David King, from Cambridge, a specialist paramedic with the East of England Ambulance Service, receives a British Empire Medal for services to the NHS and to fundraising.
He has particular skills in emergency medicine, pre-hospital care and pre-hospital trauma life support.
Gabriella Pimentel, from Cambridge, a musculoskeletal clinical specialist at Warrior Sports Rehabilitation, receives a British Empire Medal for services to the elderly during the Covid-19 pandemic.
Also a senior lecturer in clinical specialist physiotherapy within the Faculty of Sport, Health and Applied Science at St Mary’s University, Gabriella previously worked for the Football Association as a physiotherapist in the women's game and remains involved with both national gymnastics and football.
She is an expert in high grade hamstring injury rehabilitation and general lower limb injury.
Valerie Ware receives the British Empire Medal for services to the community in Tydd St Giles.

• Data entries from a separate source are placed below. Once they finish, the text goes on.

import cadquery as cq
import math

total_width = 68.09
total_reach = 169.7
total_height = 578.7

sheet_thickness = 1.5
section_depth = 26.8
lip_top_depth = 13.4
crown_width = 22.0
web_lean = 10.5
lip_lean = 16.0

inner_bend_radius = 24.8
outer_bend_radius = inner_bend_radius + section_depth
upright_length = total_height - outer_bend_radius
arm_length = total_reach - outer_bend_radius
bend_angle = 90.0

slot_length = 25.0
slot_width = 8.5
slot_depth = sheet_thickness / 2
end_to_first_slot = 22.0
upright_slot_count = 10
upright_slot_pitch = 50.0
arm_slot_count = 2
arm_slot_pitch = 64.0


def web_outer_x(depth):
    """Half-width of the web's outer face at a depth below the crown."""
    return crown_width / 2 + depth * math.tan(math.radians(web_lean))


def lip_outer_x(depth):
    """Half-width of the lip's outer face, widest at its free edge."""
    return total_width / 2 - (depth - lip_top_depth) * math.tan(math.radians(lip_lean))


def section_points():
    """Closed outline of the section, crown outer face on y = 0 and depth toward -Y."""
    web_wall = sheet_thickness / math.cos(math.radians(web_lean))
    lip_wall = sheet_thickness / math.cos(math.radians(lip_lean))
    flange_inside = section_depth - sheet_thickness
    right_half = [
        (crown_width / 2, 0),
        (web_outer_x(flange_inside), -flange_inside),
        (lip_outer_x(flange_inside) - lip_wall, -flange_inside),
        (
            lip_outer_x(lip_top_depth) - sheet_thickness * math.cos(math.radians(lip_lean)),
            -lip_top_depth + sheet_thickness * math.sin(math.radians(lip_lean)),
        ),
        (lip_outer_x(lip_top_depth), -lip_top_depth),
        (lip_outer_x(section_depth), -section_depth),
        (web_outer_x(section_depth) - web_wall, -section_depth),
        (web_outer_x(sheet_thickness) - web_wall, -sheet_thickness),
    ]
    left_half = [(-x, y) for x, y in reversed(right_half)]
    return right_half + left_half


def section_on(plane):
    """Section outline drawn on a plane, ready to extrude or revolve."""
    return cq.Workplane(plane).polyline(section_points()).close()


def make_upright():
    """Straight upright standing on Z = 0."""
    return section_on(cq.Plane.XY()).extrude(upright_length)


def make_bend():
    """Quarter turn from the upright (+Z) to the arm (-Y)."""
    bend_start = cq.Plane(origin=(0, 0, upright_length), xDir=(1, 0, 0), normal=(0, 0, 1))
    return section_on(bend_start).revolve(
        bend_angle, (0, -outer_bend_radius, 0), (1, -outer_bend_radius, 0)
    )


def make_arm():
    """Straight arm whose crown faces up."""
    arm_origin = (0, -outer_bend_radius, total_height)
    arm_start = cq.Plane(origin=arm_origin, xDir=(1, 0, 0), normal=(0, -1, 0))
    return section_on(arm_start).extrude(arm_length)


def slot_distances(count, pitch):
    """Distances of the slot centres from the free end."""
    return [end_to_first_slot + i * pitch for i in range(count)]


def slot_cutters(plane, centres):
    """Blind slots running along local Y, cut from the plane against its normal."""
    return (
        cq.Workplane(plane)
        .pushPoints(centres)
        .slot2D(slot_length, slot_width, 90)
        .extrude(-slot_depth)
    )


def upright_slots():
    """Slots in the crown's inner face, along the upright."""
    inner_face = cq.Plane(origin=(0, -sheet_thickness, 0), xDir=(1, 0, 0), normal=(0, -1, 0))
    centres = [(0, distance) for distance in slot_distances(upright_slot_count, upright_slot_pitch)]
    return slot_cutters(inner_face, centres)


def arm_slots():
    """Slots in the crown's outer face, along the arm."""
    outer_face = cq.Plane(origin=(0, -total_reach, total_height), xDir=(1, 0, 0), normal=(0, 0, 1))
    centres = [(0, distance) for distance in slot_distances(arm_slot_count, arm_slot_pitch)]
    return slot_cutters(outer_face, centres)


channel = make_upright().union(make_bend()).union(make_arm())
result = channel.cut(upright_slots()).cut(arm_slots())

Dr Michael Weekes, from Cambridge, an infectious diseases clinician at Cambridge University Hospitals NHS Foundation Trust, receives a British Empire Medal for services to the NHS during Covid-19.
He helped to set up a Covid-19 testing service for NHS staff, sourcing funding for it and ensuring results were delivered back in 24 hours - an approach that influenced national policy.

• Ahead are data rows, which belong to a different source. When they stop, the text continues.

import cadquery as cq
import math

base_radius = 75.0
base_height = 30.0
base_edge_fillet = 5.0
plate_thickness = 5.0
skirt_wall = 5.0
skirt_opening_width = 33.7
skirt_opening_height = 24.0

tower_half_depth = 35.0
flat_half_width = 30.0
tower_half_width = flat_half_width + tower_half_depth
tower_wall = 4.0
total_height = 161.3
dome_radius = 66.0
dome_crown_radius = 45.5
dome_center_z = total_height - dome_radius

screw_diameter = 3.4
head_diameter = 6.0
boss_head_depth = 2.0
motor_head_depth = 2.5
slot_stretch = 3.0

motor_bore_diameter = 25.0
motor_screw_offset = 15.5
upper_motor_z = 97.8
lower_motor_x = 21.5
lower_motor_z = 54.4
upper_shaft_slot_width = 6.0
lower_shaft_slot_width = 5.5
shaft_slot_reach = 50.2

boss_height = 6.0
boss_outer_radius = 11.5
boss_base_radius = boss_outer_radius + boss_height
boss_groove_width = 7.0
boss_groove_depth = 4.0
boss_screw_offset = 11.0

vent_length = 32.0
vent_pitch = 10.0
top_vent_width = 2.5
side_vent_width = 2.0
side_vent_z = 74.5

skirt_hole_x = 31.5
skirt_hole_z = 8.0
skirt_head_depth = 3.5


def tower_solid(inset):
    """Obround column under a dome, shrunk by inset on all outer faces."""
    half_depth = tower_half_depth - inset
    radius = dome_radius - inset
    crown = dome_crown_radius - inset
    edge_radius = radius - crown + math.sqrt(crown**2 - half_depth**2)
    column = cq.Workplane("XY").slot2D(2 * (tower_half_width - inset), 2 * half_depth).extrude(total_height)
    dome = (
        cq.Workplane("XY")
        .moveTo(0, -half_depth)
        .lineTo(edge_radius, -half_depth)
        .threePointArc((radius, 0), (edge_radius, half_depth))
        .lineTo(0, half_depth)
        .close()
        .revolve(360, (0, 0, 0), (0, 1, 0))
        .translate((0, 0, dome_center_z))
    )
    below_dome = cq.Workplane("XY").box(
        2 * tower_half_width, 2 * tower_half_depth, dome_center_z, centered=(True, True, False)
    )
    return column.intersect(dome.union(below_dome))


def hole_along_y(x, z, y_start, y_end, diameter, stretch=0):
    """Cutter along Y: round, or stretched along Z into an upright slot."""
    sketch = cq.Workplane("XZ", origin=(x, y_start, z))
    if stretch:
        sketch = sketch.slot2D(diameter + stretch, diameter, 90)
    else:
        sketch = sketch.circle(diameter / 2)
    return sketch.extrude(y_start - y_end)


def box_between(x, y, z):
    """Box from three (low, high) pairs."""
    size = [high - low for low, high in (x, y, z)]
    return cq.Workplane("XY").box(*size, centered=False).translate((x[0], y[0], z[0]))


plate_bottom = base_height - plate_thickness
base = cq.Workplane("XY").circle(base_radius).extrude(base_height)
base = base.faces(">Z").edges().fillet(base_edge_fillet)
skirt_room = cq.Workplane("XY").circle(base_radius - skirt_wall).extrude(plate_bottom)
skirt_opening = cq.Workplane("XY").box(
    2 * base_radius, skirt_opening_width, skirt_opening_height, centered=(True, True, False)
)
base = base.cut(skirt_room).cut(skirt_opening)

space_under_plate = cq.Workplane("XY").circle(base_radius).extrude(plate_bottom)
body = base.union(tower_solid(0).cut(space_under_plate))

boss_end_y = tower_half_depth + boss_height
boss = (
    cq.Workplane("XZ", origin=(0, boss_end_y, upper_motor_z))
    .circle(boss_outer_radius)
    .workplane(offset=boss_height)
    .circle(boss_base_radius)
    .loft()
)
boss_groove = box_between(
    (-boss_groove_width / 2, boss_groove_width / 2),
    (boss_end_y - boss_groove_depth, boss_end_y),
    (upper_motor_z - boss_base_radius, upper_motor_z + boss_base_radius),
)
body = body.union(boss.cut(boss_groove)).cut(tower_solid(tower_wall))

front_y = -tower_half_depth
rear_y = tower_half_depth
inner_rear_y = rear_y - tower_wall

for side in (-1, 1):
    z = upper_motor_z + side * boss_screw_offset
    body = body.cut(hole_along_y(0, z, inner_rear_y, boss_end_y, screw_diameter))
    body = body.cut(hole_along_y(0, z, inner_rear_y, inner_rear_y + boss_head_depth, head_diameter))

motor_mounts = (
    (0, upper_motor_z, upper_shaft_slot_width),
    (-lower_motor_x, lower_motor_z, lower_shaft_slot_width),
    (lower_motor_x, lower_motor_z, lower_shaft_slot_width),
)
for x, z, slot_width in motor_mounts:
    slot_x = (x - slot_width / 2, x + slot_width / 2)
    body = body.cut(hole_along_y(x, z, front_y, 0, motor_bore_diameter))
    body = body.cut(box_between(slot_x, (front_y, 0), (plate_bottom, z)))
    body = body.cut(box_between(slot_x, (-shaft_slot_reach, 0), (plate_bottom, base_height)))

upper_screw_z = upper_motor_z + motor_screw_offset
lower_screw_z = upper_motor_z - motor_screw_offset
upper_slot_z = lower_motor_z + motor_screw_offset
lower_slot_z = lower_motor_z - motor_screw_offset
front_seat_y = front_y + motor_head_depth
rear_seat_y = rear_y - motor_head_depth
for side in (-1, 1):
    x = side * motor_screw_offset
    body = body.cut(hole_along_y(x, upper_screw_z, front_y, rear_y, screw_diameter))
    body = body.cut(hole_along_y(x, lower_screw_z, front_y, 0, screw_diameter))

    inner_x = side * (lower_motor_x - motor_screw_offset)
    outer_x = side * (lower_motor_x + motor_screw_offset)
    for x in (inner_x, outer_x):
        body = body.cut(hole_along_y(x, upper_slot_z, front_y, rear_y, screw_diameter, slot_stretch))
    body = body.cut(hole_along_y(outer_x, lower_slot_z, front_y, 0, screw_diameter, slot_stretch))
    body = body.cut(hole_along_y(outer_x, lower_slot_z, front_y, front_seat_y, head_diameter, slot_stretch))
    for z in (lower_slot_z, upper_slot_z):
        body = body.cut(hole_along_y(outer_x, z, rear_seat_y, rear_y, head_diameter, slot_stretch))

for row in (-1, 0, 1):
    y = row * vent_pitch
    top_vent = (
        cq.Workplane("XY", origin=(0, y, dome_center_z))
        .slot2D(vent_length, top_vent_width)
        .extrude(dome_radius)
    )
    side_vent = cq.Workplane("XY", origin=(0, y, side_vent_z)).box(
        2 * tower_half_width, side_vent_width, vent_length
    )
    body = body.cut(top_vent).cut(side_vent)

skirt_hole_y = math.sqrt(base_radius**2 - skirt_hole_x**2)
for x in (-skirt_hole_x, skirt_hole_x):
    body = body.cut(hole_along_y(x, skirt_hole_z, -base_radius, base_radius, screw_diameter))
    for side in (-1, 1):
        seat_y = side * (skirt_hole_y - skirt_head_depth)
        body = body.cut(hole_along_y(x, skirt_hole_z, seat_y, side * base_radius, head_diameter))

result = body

Dr Weekes helped explore the rapid implementation of sequencing of theSARS-CoV-2 virus as a means of investigating cases of healthcare-associated Covid-19.
A member of the Cambridge Institute for Medical Research and the Cambridge Immunology Network, Dr Weekes is also a Wellcome Trust senior clinical fellow.
His team aims to understand how human cytomegalovirus and other intracellular pathogens evade the body’s innate immunity.
QUEEN’S FIRE SERVICE MEDAL (QFSM)
Christopher Strickland, the chief fire officer at Cambridgeshire Fire and Rescue Service, receives the Queen’s Fire Service Medal.
He joined the service in 2007 and took on the top job in 2016. Before that he was at Hertfordshire Fire and Rescue Service, which he joined in 1983 at the age of 18.